Because we are paradoxically attracted to and terrified of being loved intimately and completely, we tend to leave or try to hide from God, so He sent Jesus to first find us and then explain Love to us again—to live and die Love.   Jesus didn’t leave us orphans when he finished his work here.  The Holy Spirit uses the intellectual advances of humankind to hint at aspects of God-Is-Love’s nature, but never mistake the ideas of men for the absolute truth about God or Jesus or the Holy Spirit.
 Even the very best preachers only come close occasionally to getting this right.   By this, I mean, the characterization of the nature of eternal love that is possible right now in communion with God which happens only because the Great Lover of Mankind (and Creator of it, too) has made this communion possible.  Your soul intersects with the Holy Spirit. In the Bible, this is referred to as tabernacling.  That gift fits inside what we call grace, and it means that God makes everything that is good that can happen between us possible.
To begin to experience grace, we simply have to believe God and put Him first.  Anything that comes before our love for Him is what He calls an idol.
            I suspect that because I have always called you Beloved and you have rightly signed your cards to me that way, you believe that I have made you into an idol of sorts.  There have been times when I felt you resisting my love because it was oppressive to you; I know it has been.  Unconditional love can feel like that to others, but it is not intended that way.
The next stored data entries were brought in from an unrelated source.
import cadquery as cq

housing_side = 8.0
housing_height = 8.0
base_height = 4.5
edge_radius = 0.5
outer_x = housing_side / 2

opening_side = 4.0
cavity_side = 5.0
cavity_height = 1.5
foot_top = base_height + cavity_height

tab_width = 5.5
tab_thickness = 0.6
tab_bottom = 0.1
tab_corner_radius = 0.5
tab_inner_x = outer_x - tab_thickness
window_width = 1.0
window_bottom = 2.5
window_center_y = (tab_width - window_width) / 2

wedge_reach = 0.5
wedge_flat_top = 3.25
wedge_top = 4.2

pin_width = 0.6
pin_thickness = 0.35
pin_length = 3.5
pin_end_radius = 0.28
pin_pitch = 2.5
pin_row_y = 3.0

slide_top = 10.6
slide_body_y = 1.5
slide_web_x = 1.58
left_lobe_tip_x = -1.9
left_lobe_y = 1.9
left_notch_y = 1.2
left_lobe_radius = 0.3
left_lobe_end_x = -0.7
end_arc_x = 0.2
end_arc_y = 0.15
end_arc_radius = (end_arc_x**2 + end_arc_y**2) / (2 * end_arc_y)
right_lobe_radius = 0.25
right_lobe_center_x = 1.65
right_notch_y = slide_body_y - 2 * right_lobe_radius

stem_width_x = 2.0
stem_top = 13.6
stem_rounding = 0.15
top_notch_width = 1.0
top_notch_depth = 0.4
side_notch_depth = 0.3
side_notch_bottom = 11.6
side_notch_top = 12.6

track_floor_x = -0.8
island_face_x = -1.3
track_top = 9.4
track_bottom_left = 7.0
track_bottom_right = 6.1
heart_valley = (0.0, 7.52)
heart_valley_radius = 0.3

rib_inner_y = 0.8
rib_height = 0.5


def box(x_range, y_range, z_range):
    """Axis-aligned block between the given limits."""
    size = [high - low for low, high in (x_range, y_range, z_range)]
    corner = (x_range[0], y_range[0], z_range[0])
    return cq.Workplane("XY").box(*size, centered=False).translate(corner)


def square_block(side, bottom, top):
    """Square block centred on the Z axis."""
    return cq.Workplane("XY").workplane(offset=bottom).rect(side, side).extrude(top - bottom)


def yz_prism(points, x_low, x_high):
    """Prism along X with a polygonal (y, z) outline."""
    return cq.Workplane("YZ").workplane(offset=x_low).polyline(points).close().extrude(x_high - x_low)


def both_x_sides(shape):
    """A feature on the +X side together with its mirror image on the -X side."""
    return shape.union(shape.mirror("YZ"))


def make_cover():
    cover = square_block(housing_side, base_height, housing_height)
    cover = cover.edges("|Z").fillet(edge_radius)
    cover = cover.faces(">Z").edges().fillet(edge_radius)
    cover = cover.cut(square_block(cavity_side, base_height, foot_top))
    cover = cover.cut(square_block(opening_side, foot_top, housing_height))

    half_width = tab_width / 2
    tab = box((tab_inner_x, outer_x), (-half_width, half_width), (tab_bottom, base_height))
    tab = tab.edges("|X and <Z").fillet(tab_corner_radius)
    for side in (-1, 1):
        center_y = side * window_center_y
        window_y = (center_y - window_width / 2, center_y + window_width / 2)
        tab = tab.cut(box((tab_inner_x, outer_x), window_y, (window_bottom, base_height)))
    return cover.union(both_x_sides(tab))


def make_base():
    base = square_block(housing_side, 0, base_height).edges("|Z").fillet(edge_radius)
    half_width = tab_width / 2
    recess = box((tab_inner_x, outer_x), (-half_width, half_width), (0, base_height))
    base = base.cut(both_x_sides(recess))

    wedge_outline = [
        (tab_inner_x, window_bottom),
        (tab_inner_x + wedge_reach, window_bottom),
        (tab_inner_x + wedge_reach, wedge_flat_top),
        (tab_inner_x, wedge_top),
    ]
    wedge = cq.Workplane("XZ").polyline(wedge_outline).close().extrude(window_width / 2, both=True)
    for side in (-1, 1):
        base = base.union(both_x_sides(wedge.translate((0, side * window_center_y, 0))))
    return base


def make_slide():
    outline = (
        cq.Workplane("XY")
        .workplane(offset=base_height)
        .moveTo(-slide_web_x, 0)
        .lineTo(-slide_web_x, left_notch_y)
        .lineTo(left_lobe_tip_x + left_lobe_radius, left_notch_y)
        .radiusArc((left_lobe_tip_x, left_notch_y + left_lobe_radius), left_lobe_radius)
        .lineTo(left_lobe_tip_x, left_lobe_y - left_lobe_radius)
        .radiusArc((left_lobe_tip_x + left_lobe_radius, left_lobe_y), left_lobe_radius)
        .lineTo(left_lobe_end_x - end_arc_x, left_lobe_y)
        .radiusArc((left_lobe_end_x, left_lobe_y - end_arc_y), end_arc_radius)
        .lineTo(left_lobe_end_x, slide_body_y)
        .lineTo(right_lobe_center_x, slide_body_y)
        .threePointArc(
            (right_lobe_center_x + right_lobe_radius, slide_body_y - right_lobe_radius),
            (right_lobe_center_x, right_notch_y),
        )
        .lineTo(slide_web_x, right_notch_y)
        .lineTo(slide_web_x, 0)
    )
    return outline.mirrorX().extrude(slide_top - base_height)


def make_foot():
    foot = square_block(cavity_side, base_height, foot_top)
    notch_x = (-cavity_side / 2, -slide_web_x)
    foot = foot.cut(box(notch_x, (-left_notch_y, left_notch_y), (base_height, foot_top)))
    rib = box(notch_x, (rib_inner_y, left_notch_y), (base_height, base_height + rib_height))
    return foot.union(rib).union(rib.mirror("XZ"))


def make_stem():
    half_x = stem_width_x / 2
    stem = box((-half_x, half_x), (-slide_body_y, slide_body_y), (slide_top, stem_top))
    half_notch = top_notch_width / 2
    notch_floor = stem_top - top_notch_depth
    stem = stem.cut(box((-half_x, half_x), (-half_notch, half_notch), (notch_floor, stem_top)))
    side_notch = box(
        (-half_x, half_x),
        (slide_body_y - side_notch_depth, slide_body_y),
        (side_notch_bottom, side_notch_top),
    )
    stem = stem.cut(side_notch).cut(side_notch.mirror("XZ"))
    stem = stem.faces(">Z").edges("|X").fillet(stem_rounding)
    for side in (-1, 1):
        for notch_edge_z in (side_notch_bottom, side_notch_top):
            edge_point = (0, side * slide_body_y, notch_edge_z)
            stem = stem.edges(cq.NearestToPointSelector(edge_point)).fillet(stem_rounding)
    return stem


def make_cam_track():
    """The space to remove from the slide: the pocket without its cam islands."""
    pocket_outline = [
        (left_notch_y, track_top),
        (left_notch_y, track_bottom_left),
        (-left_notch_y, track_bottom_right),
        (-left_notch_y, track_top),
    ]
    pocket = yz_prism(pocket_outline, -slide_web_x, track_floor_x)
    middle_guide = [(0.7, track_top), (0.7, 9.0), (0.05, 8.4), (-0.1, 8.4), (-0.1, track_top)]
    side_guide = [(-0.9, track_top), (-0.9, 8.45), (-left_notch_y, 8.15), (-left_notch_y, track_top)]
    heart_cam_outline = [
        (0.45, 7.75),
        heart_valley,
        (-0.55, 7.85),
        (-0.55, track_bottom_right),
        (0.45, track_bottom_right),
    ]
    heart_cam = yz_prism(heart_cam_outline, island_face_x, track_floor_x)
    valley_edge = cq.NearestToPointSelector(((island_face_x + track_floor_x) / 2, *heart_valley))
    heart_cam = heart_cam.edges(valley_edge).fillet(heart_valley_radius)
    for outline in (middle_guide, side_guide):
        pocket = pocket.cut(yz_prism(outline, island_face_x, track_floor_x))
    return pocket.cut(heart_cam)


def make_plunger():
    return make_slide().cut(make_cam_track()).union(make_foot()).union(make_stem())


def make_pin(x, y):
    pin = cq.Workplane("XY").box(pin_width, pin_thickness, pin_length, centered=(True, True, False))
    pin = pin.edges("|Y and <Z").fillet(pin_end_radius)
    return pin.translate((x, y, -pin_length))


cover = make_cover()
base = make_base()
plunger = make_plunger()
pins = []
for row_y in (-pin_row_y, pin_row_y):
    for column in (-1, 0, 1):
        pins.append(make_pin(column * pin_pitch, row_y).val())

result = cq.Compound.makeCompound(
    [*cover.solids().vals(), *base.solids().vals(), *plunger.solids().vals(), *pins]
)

I have loved you unconditionally, and you have never been an idol to me.  You have always been only a gift from God. But do you see how big that is—you, Katie Ellen, a gift from God?
I greatly admire you, Katie, my Beloved.  Most of the times I only tell you this in ways that you are used to hearing—pretty hair, pretty face.  But I see you much more deeply than that, and I know you are an authentic human being who is only temporarily seventeen and works at a pet store where you do not find the task of cleaning up pet poop beneath you. I admire that—as I enjoy how often you come home wanting to buy one of the dogs that you are responsible for showing to others.  It must be difficult to function something like a person in an adoption agency who must try and find needy animals homes and to make judgments (and how can we help it?) in that moment about whether the prospective parents—your store’s customers-- are good enough to raise the animals you already love.
As you weigh and assess the dangers of your customers becoming the parents of the dogs you love, think of how I must consider trusting you to strangers to raise—people like college teachers who are bound by their own pressures, driven by their own egos, and biased by questions that have haunted them all their lives and for which they are still looking for answers and may try to justify their inclinations and their answers by telling you information that isn’t always true.  They don’t usually know they’re lying.  They don’t usually know they have denied the truth of God because they are afraid of being completely and deeply loved by God.  They can’t believe that.  I know this is true mainly because I am a college teacher and some of my friends are people who are afraid of unconditional love. Sometimes I am, too, still.  I am as capable of being fearful and wrong as anyone, and I regularly monitor myself to make sure that I am not trying to justify my faith at the expense of people who don’t believe as I do and don’t want to.  They have that right.  It’s called free will, and I respect it without reservation.
Ultimately, as you begin your studies in college and soon declare yourself in a field of study, be happy and enjoy that pursuit, but the most open-ended intellectual and spiritual pursuit of yours or anyone’s life is the continued worship of and longing for Jesus and more of Him.  Listen carefully at college, and as you hear invitations to think about all kinds of ways that people organize meaning out of human experience, remember that all of them have an end.  All of them have a conclusion.
You are about to go and see more of the world than I can control, and I don’t want to.     The adventure is thrilling. But there is far more to being alive than learning the pieces of puzzles that fit inside a cerebral paradigm.  There is life itself, and that happens inside the living love of the Resurrected Savior whose ongoing mission is to keep talking to the Father about us, and all the while he is calling to us, whispering, beckoning, waiting.  He is there, is my point.  He lives.  Live with him and the puzzles of cerebral enterprises find a different place in what you value, and when you do, you are more alive, more thrilled, more free than in any other kind of simple thinking.  You are going off to college, and it is quite an adventure; but you will never find a greater adventure than following the Shepherd who will not lead you astray or unto any kind of death that you need ever fear.  Let every day begin with his name on your lips as you ask him to keep you company, and let every day end with gratitude for what he has given you, for he gives you your very life. As he has given me mine.
I cannot give you life or much more than words of encouragement like these as you go off to college.  In this world I have mainly been a college teacher, and I can only speak of what it is like on campus and what I have seen and what I can remember from my own days of venturing out.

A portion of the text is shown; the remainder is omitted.